Task to complete ▸ Write the data below out exactly as it stands. Do not include the pictures.

Excerpts from a dataset ▸
[Start of section]
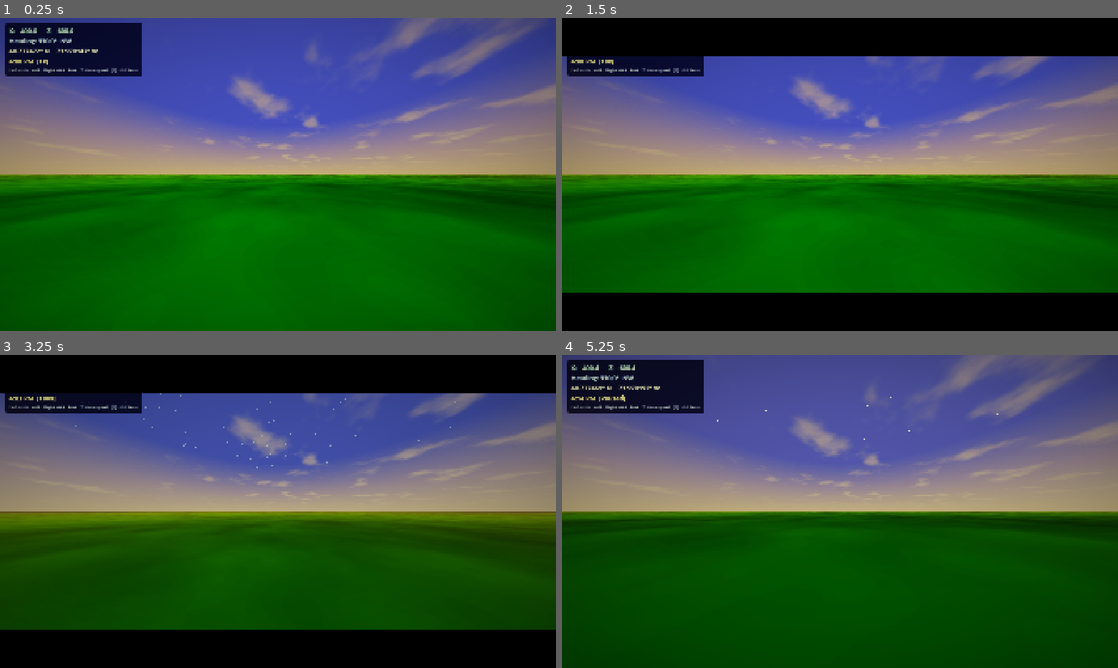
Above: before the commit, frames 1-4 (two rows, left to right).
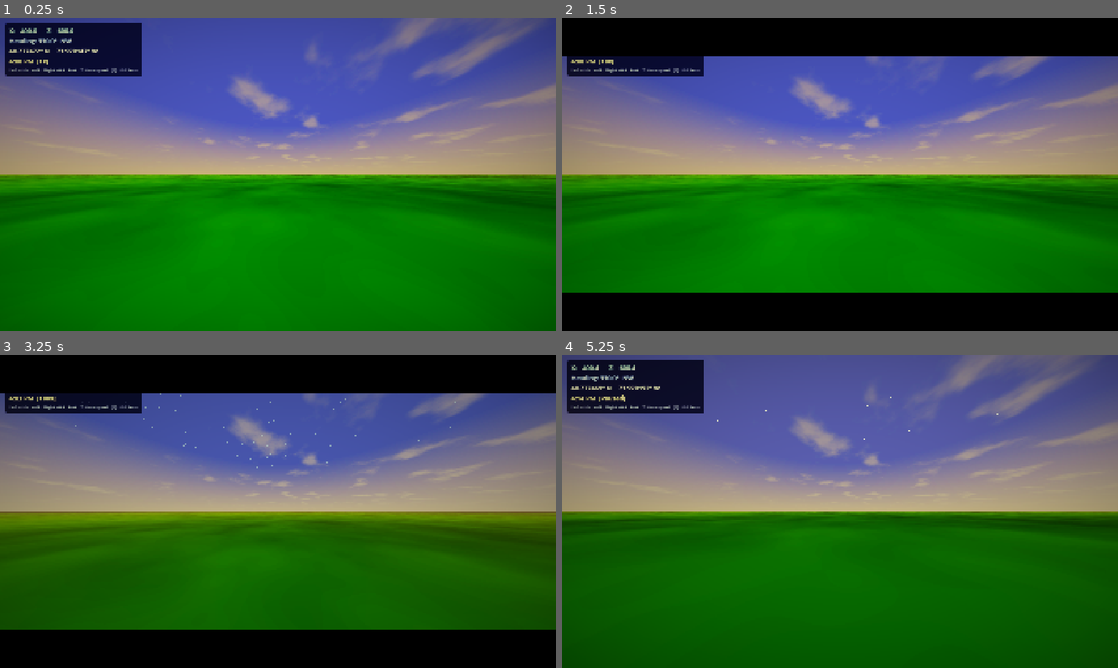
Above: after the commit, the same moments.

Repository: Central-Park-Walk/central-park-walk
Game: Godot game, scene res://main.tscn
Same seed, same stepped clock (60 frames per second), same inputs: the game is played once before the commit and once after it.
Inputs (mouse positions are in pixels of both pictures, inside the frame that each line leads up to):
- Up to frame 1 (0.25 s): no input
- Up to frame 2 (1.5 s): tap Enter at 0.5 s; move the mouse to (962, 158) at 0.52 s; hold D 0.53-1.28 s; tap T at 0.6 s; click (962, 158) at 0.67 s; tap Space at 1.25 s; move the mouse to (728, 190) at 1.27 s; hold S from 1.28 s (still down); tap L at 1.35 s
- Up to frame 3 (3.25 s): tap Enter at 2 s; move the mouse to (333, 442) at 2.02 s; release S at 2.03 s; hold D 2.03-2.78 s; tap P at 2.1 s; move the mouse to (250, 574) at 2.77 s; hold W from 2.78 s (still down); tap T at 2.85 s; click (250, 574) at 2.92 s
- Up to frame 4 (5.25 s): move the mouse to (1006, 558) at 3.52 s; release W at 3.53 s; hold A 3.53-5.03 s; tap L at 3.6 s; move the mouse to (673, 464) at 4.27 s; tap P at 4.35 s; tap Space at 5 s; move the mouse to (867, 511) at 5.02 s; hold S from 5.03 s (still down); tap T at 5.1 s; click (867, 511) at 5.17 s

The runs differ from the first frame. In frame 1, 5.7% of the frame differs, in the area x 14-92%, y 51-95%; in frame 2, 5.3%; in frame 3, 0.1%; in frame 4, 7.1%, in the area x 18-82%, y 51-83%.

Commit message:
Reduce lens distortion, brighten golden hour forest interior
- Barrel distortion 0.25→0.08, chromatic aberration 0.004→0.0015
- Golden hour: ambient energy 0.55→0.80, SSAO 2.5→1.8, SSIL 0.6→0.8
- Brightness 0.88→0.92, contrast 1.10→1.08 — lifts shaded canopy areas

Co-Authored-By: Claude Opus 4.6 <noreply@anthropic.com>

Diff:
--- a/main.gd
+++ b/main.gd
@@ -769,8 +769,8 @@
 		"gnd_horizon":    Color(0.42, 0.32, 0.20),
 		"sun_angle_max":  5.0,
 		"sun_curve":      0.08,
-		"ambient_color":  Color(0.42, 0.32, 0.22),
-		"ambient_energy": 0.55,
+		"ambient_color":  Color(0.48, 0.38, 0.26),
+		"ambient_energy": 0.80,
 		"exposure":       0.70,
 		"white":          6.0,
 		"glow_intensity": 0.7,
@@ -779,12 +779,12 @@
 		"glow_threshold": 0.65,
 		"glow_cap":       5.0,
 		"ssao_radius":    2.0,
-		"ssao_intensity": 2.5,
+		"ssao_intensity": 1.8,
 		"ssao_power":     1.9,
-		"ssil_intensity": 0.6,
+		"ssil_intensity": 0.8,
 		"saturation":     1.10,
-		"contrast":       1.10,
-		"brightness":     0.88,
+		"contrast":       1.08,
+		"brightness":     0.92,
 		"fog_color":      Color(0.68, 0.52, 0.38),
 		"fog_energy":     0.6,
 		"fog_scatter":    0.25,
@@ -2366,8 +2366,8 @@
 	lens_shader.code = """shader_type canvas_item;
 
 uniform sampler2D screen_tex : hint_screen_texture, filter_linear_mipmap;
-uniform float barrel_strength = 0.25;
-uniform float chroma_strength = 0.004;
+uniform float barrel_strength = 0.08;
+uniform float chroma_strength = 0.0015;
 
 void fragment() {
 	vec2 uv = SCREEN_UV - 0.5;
[End of section]
Final answer ▸
Above: before the commit, frames 1-4 (two rows, left to right).
Above: after the commit, the same moments.

Repository: Central-Park-Walk/central-park-walk
Game: Godot game, scene res://main.tscn
Same seed, same stepped clock (60 frames per second), same inputs: the game is played once before the commit and once after it.
Inputs (mouse positions are in pixels of both pictures, inside the frame that each line leads up to):
- Up to frame 1 (0.25 s): no input
- Up to frame 2 (1.5 s): tap Enter at 0.5 s; move the mouse to (962, 158) at 0.52 s; hold D 0.53-1.28 s; tap T at 0.6 s; click (962, 158) at 0.67 s; tap Space at 1.25 s; move the mouse to (728, 190) at 1.27 s; hold S from 1.28 s (still down); tap L at 1.35 s
- Up to frame 3 (3.25 s): tap Enter at 2 s; move the mouse to (333, 442) at 2.02 s; release S at 2.03 s; hold D 2.03-2.78 s; tap P at 2.1 s; move the mouse to (250, 574) at 2.77 s; hold W from 2.78 s (still down); tap T at 2.85 s; click (250, 574) at 2.92 s
- Up to frame 4 (5.25 s): move the mouse to (1006, 558) at 3.52 s; release W at 3.53 s; hold A 3.53-5.03 s; tap L at 3.6 s; move the mouse to (673, 464) at 4.27 s; tap P at 4.35 s; tap Space at 5 s; move the mouse to (867, 511) at 5.02 s; hold S from 5.03 s (still down); tap T at 5.1 s; click (867, 511) at 5.17 s

The runs differ from the first frame. In frame 1, 5.7% of the frame differs, in the area x 14-92%, y 51-95%; in frame 2, 5.3%; in frame 3, 0.1%; in frame 4, 7.1%, in the area x 18-82%, y 51-83%.

Commit message:
Reduce lens distortion, brighten golden hour forest interior
- Barrel distortion 0.25→0.08, chromatic aberration 0.004→0.0015
- Golden hour: ambient energy 0.55→0.80, SSAO 2.5→1.8, SSIL 0.6→0.8
- Brightness 0.88→0.92, contrast 1.10→1.08 — lifts shaded canopy areas

Co-Authored-By: Claude Opus 4.6 <noreply@anthropic.com>

Diff:
--- a/main.gd
+++ b/main.gd
@@ -769,8 +769,8 @@
 		"gnd_horizon":    Color(0.42, 0.32, 0.20),
 		"sun_angle_max":  5.0,
 		"sun_curve":      0.08,
-		"ambient_color":  Color(0.42, 0.32, 0.22),
-		"ambient_energy": 0.55,
+		"ambient_color":  Color(0.48, 0.38, 0.26),
+		"ambient_energy": 0.80,
 		"exposure":       0.70,
 		"white":          6.0,
 		"glow_intensity": 0.7,
@@ -779,12 +779,12 @@
 		"glow_threshold": 0.65,
 		"glow_cap":       5.0,
 		"ssao_radius":    2.0,
-		"ssao_intensity": 2.5,
+		"ssao_intensity": 1.8,
 		"ssao_power":     1.9,
-		"ssil_intensity": 0.6,
+		"ssil_intensity": 0.8,
 		"saturation":     1.10,
-		"contrast":       1.10,
-		"brightness":     0.88,
+		"contrast":       1.08,
+		"brightness":     0.92,
 		"fog_color":      Color(0.68, 0.52, 0.38),
 		"fog_energy":     0.6,
 		"fog_scatter":    0.25,
@@ -2366,8 +2366,8 @@
 	lens_shader.code = """shader_type canvas_item;
 
 uniform sampler2D screen_tex : hint_screen_texture, filter_linear_mipmap;
-uniform float barrel_strength = 0.25;
-uniform float chroma_strength = 0.004;
+uniform float barrel_strength = 0.08;
+uniform float chroma_strength = 0.0015;
 
 void fragment() {
 	vec2 uv = SCREEN_UV - 0.5;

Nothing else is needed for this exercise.